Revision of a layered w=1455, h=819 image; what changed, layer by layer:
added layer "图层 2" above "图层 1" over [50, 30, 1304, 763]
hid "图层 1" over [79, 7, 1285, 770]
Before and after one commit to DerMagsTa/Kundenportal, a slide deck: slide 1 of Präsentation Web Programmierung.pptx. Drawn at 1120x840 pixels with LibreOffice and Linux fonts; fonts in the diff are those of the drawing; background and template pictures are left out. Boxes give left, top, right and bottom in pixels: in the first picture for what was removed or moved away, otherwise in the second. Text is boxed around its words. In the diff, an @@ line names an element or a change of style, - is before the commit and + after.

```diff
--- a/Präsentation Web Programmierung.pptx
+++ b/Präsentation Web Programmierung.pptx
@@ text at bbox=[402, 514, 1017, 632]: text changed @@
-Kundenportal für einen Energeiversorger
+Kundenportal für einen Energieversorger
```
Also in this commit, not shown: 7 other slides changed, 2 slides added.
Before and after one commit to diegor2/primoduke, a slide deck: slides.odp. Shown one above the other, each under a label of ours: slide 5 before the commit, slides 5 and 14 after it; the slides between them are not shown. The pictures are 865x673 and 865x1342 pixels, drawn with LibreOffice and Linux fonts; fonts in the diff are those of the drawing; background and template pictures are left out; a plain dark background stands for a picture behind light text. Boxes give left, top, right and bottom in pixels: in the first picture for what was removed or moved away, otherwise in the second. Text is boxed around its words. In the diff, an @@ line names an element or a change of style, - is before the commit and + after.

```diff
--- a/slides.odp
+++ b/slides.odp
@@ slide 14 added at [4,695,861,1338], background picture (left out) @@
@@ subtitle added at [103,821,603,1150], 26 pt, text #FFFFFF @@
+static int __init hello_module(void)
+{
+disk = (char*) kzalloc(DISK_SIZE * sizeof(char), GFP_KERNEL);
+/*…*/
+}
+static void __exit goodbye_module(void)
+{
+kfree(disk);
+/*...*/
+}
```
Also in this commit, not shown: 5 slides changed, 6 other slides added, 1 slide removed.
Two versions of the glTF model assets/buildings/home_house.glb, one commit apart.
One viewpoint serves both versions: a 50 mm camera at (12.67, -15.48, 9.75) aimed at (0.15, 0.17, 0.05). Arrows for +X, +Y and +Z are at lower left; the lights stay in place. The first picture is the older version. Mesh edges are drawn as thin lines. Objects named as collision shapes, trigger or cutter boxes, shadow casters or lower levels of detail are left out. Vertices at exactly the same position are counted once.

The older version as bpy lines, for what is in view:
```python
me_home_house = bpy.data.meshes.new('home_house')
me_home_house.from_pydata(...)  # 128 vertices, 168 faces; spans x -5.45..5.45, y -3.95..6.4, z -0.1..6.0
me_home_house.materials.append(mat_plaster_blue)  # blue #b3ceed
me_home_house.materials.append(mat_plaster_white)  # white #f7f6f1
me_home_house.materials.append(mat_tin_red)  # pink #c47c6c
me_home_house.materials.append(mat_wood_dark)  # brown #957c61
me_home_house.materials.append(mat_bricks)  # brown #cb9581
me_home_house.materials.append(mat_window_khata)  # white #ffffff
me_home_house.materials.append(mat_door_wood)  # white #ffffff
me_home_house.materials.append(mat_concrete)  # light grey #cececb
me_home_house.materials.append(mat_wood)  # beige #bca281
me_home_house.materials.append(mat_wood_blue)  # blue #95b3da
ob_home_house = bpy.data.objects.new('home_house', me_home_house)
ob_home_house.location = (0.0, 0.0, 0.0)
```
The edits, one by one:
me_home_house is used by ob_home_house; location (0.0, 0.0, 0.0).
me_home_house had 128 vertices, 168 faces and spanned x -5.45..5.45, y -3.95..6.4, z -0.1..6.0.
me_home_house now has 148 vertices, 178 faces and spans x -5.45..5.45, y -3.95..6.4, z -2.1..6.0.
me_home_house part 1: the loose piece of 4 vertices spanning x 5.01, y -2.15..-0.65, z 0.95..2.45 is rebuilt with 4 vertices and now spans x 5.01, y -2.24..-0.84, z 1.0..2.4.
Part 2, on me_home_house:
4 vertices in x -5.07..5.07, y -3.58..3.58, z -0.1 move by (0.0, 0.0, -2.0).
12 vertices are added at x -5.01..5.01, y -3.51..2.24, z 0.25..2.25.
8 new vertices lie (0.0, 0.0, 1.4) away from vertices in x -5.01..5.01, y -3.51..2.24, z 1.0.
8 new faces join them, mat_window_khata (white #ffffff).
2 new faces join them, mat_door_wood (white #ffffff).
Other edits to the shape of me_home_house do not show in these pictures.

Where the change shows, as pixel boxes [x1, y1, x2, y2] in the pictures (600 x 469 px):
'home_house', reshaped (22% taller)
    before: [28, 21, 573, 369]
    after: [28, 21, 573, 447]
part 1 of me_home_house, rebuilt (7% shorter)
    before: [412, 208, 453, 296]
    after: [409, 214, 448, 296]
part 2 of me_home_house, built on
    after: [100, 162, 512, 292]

[ASSIGNMENT]
Line count for the word "layer": give the number of lines in the entries above that contain it, and nothing more.

[EXERCISE SOLUTION]
2